No estudo de Clark e Zeldow (1988), alguns estudantes apresentaram a mesma
intensidade de sintomas depressivos nas várias entrevistas realizadas,
sugerindo que, para alguns, o humor disfórico era contínuo, e não episódico.
No Brasil, Millan et al. (1995) relataram que o problema do suicídio entre os
alunos da Faculdade de Medicina da Universidade de São Paulo (FMUSP) foi uma
das motivações que levaram à criação do Grupo de Assistência Psicológica ao
Aluno (GRAPAL) nessa faculdade. Os autores fizeram uma investigação
retrospectiva acerca do número de suicídios ocorridos entre os alunos da FMUSP
no período de 1965 a 1985. A taxa de suicídios encontrada entre os alunos foi
aproximadamente quatro vezes maior do que a da população geral.

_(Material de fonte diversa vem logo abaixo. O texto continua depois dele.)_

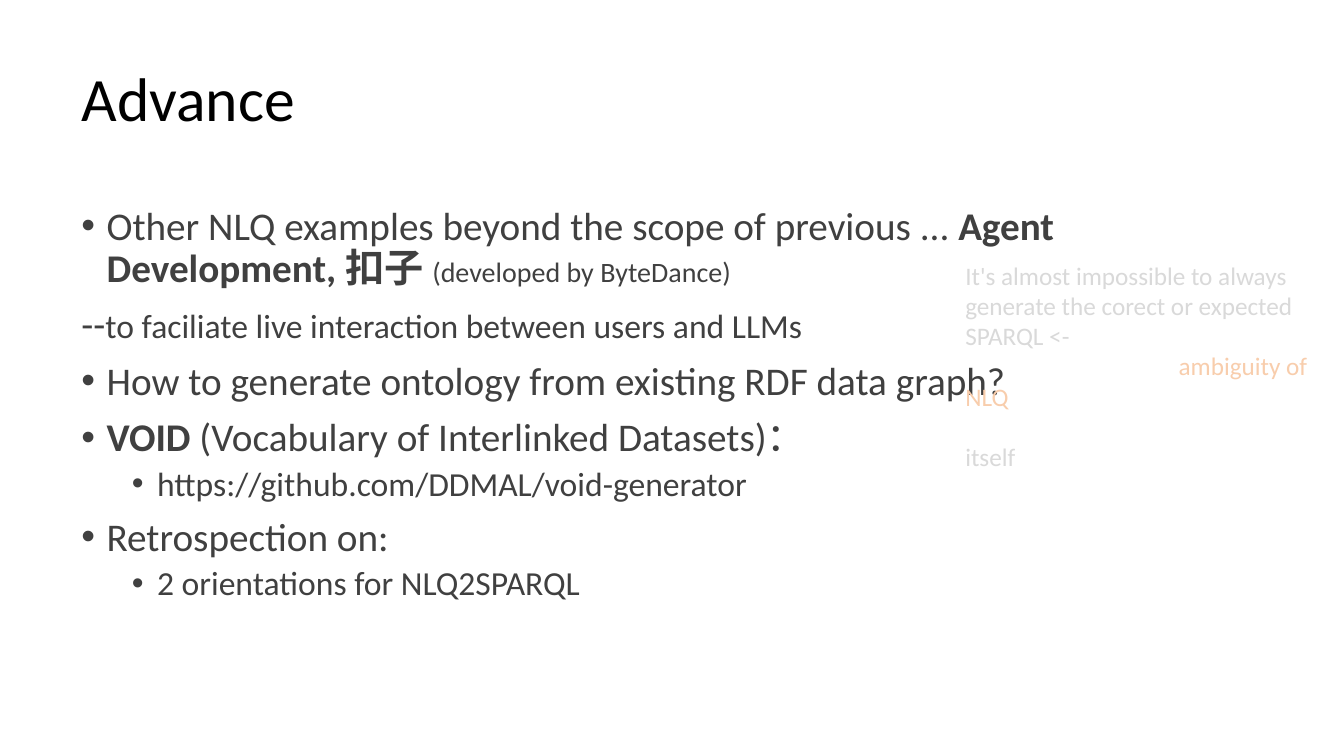
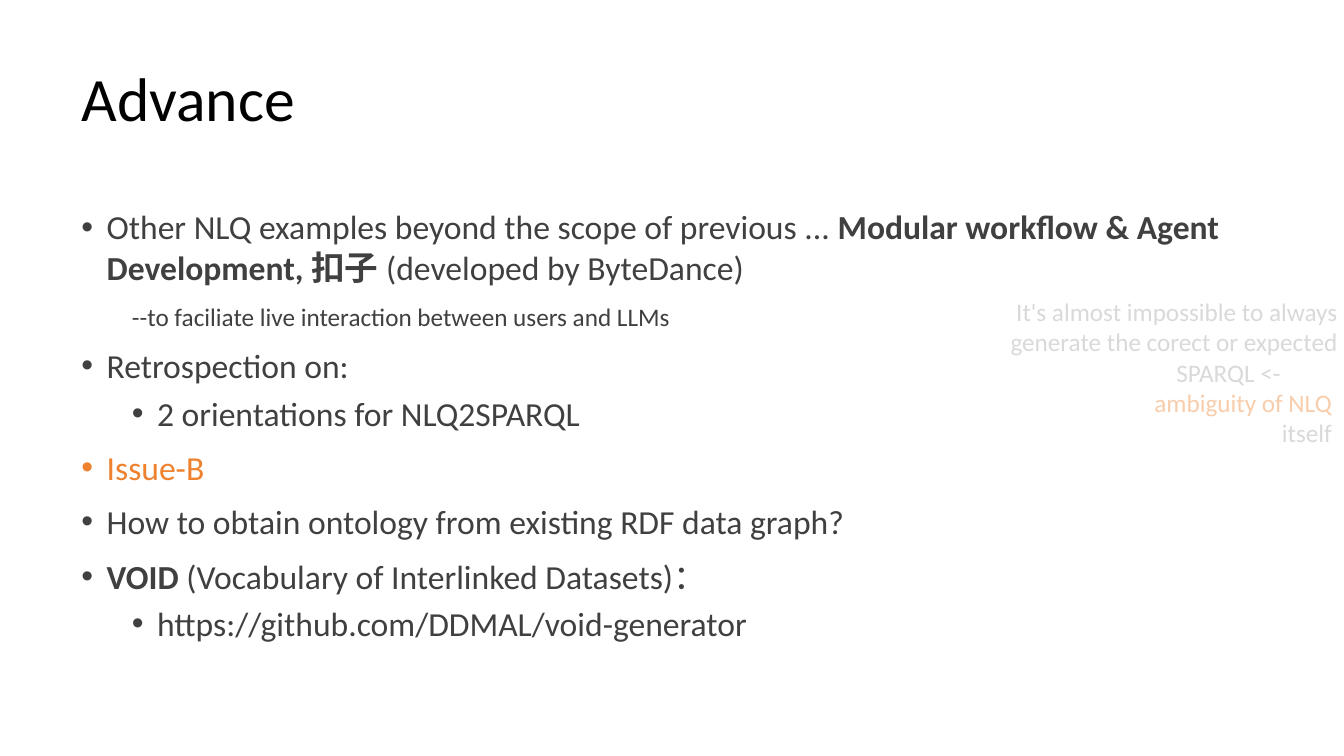
Before and after one commit to DDMAL/linkedmusic-queries, a slide deck: slide 13 of handOver_generalReviewOf_LinkedMusicQueries2024-2025.pptx (slide 11 before the commit). Drawn at 1344x756 pixels with LibreOffice and Linux fonts; fonts in the diff are those of the drawing. Boxes give left, top, right and bottom in pixels: in the first picture for what was removed or moved away, otherwise in the second. Text is boxed around its words. In the diff, an @@ line names an element or a change of style, - is before the commit and + after.

```diff
--- a/handOver_generalReviewOf_LinkedMusicQueries2024-2025.pptx
+++ b/handOver_generalReviewOf_LinkedMusicQueries2024-2025.pptx
@@ text at <box>107,215,1219,286</box>: text changed; size 28 to 24 pt @@
-• Other NLQ examples beyond the scope of previous ... Agent Development, 扣子 (developed by ByteDance)
+• Other NLQ examples beyond the scope of previous ... Modular workflow & Agent Development, 扣子 (developed by ByteDance)
@@ text "It's almost impossible to always ...": place and size @@
-text "It's almost impossible to always ..." at <box>965,261,1307,409</box>
+text "It's almost impossible to always ..." at <box>1011,298,1337,450</box>
@@ text at <box>1011,298,1337,416</box>: text changed @@
-It's almost impossible to always generate the corect or expected SPARQL <- *****************ambiguity of NLQ
+It's almost impossible to always generate the corect or expected SPARQL <-
+ambiguity of NLQ
@@ text at <box>107,308,747,642</box>: size 28 to 18 pt in "--to"; size 24 to 18 pt in "--to faciliate live interaction between users and ..."; size 28 to 24 pt in "VOID (Vocabulary of Interlinked Datasets)："; indent changed; line spacing 0.9 to 1 @@
@@ text at <box>107,355,844,540</box>: text changed; size 28 to 24 pt @@
-• How to generate ontology from existing RDF data graph?
+• Retrospection on:
+  • 2 orientations for NLQ2SPARQL
+• Issue-B
+• How to obtain ontology from existing RDF data graph?
@@ text at <box>1282,419,1332,450</box>: alignment left to right @@
@@ text at <box>107,524,580,600</box>: paragraphs removed @@
-• Retrospection on:
-  • 2 orientations for NLQ2SPARQL
```
Also in this commit, not shown: 9 other slides changed, 3 slides added.
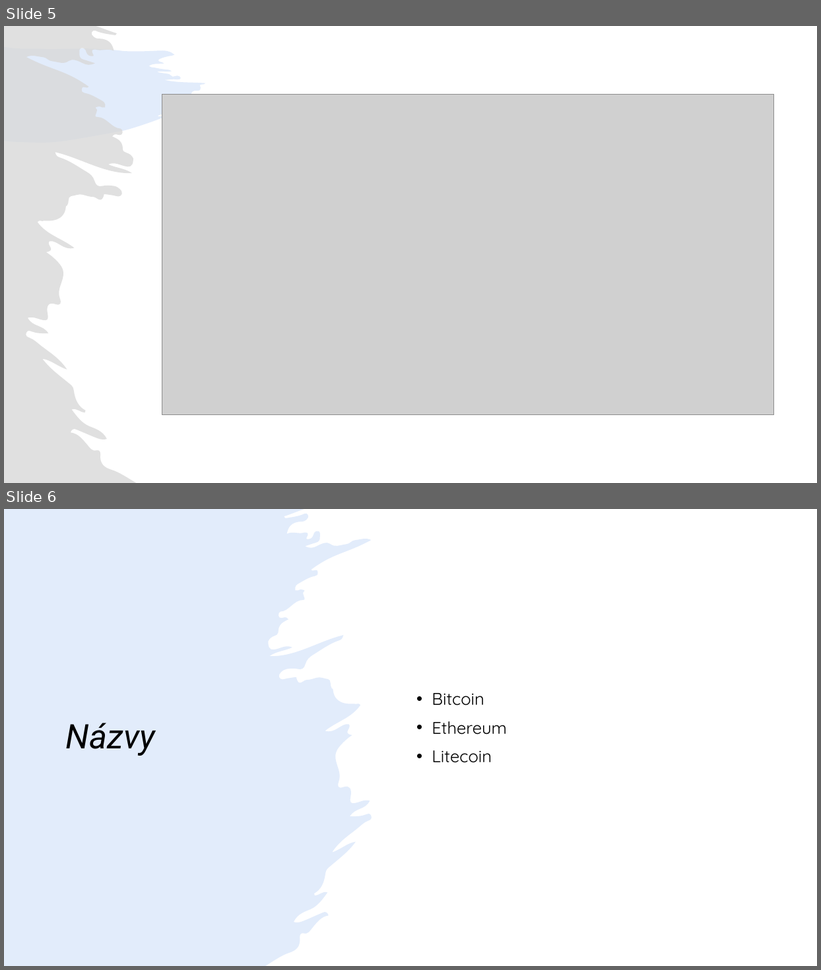
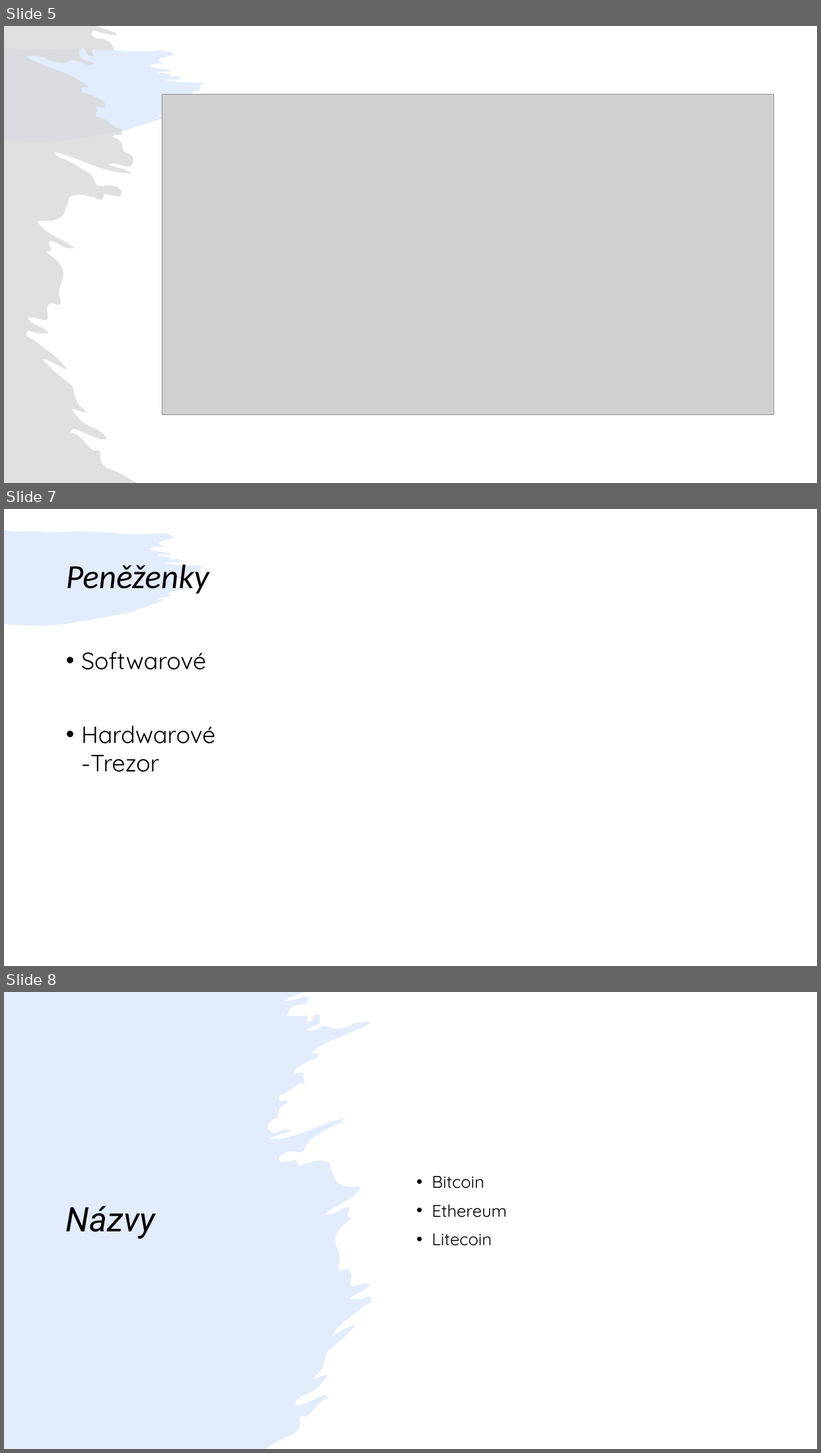
Before and after one commit to kuba384/Jirasek, a slide deck: Presentation.pptx. Shown one above the other, each under a label of ours: slides 5 and 6 before the commit, slides 5, 7 and 8 after it; the slides between them are not shown. The pictures are 821x970 and 821x1453 pixels, drawn with LibreOffice and Linux fonts; fonts in the diff are those of the drawing; grey boxes stand for pictures. Boxes give left, top, right and bottom in pixels: in the first picture for what was removed or moved away, otherwise in the second. Text is boxed around its words. In the diff, an @@ line names an element or a change of style, - is before the commit and + after.

```diff
--- a/Presentation.pptx
+++ b/Presentation.pptx
@@ slide 7 added at (4,509,817,966), background #FFFFFF; not listed: 1 template element that a slide beside it also shows @@
@@ title added at (66,564,209,594), 40 pt, text #000000, italic @@
+Peněženky
@@ text added at (81,652,216,772), 28 pt, text #000000 @@
+• Softwarové
+• Hardwarové
+  -Trezor
@@ what was slide 6 is now slide 8 @@
```
Also in this commit, not shown: 1 slide changed, 2 other slides added.

Nesta pesquisa, a taxa de prevalência para o risco de suicídio foi de 9,6% do
total de alunos entrevistados. Os estudos realizados sobre o tema apontam
grande diversidade entre os resultados, provavelmente devido à dificuldade em
se qualificar e quantificar com mais precisão o que seria uma ideação suicida.
Salmons e Harrington (1984) identificaram o risco de suicídio em 55% dos
estudantes; Harkavy et al. (1987), em 60%; e Cordás et al., (1988), em 44% dos
avaliados. Em nosso meio, Miranda e Queiroz (1991), em um estudo realizado na
Universidade Federal de Minas Gerais (UFMG), relataram que, em uma amostra de
875 alunos que responderam ao questionário aplicado, 37,5% dos homens e 36,7%
das mulheres afirmaram já ter pensado em se suicidar, isto é, um total de
37,1%.
Um aspecto importante deste trabalho, e pouco explorado em outros estudos, é a
comparação das prevalências de depressão e suicídio entre diversos cursos. As
alunas de terapia ocupacional apresentaram 3,6 vezes mais chances de
desenvolver depressão maior e 3,7 vezes mais chances de risco de suicídio do
que as alunas de medicina e fisioterapia. Algumas hipóteses podem ser
consideradas. Elias e Murphy (1986) sugerem que "a terapia ocupacional e a
promoção da saúde têm muito em comum, usando como exemplo o fato de o enfoque
de trabalho dos terapeutas ocupacionais ser o desenvolvimento das
potencialidades de vida através do aumento das habilidades pessoais, auto-
estima e satisfação no viver, que são vistos exatamente como os pré-requisitos
para uma vida saudável e de bem-estar".
Certamente, os sedutores objetivos do curso de terapia ocupacional exercem
alguma influência na escolha da profissão por parte do aluno, o que poderia se
levar a pensar em um processo de seleção, de natureza desconhecida, que
justificasse um maior número de pessoas portadoras de transtornos depressivos
entre os estudantes do referido curso, tal como foi sugerido por Zoccolillo et
al. (1986), em relação a estudantes do curso de medicina nos EUA, diante dos
elevados índices de depressão observados entre os acadêmicos naquele país. A
hipótese de os alunos de terapia ocupacional terem maior facilidade em comentar
aspectos de seu funcionamento psicológico, quando em comparação com os dos
cursos de medicina e fisioterapia, também poderia ser um fator diferencial nos
resultados observados.
Conclusão
Neste estudo, a prevalência de transtorno depressivo maior e o risco de
suicídio foram significativamente maiores entre os estudantes de terapia
ocupacional quando em comparação com os de medicina e fisioterapia.